The sub-tropical plain, dark.
When she saw the bodies, Caroline felt sweat start in her hair and she began to feel sick, a small wave of nausea, a ripple. She glanced at the man, Mackie. He had laced his fingers.
At a certain point, Caroline closed her eyes. She turned her head slightly so that Mackie couldn’t see.
‘That’s it,’ he said.
She opened her eyes and watched him retrieve the tape. He didn’t sit down again, stood looking at her. She didn’t know what you did with something like this. This wasn’t politicians fucking rent boys. That was simple, just an extension of the story that got her to London, her breakthrough story: Mayor Denies Brothel Payoff.
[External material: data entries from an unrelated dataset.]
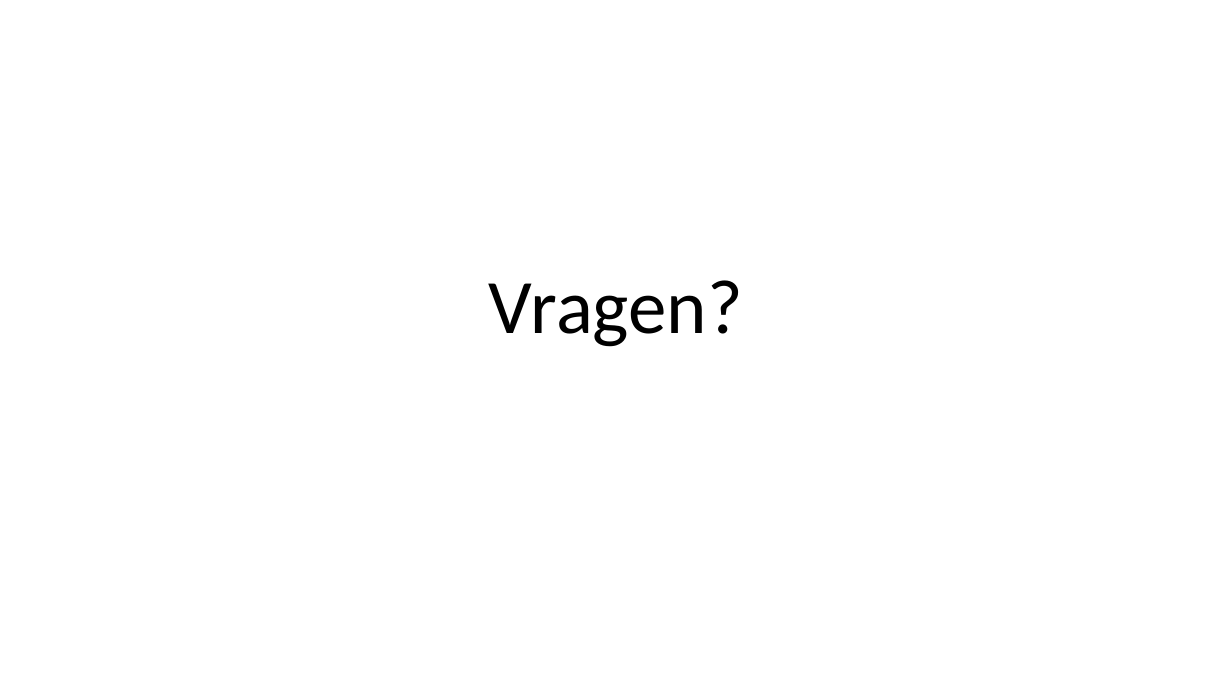
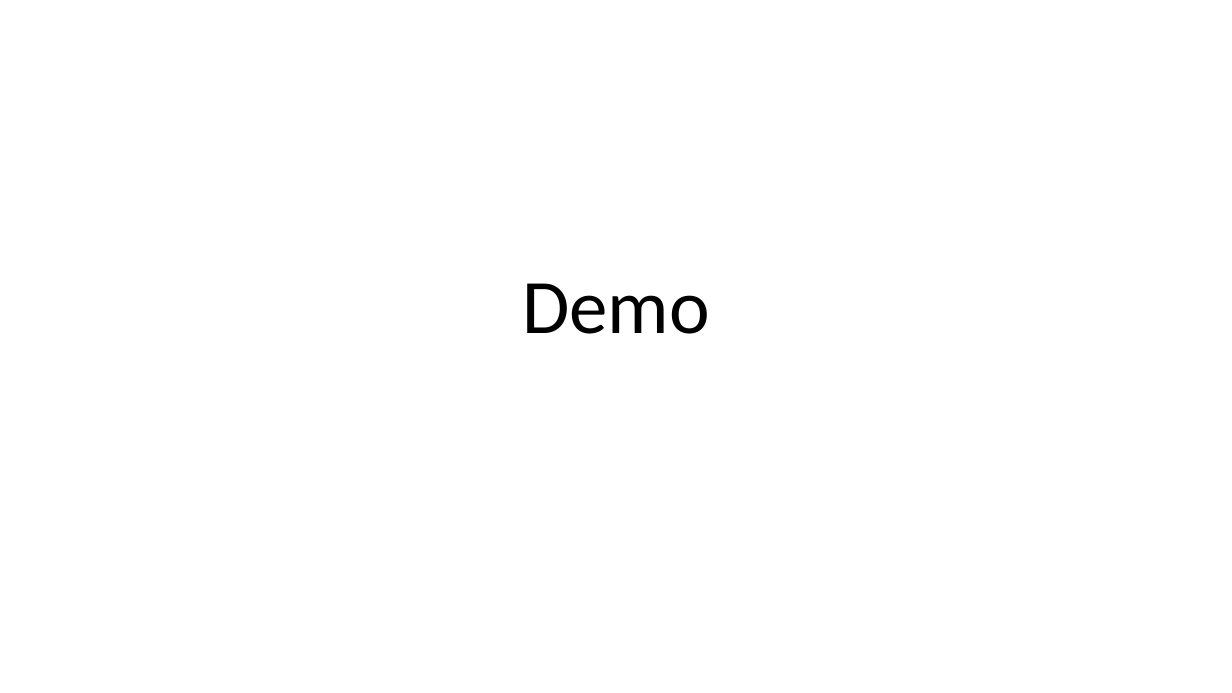
Before and after one commit to HeinPauwelyn/SmartBox, a slide deck: slide 13 of Presentatie.pptx. Drawn at 1232x693 pixels with LibreOffice and Linux fonts; fonts in the diff are those of the drawing. Boxes give left, top, right and bottom in pixels: in the first picture for what was removed or moved away, otherwise in the second. Text is boxed around its words. In the diff, an @@ line names an element or a change of style, - is before the commit and + after.

```diff
--- a/Presentatie.pptx
+++ b/Presentatie.pptx
@@ title at (522,283,710,334): text changed @@
-Vragen?
+Demo
```

She should get Halligan in…no, he’d simply take over, it wouldn’t be her story anymore.
‘They tried to kill me,’ he said.
‘Who?’
He shrugged. ‘Sent people to my hotel.’
‘And?’
Another shrug. ‘I’m here.’
She realised. ‘You offered it to someone else?’
‘And now I’m offering it to you.’
‘Could be faked,’ she said because she couldn’t think of any other response. Distrust, suspicion-they were always sound responses in journalism. ‘I’d have to show it to other people here, they’d check it out…then we could talk about money.’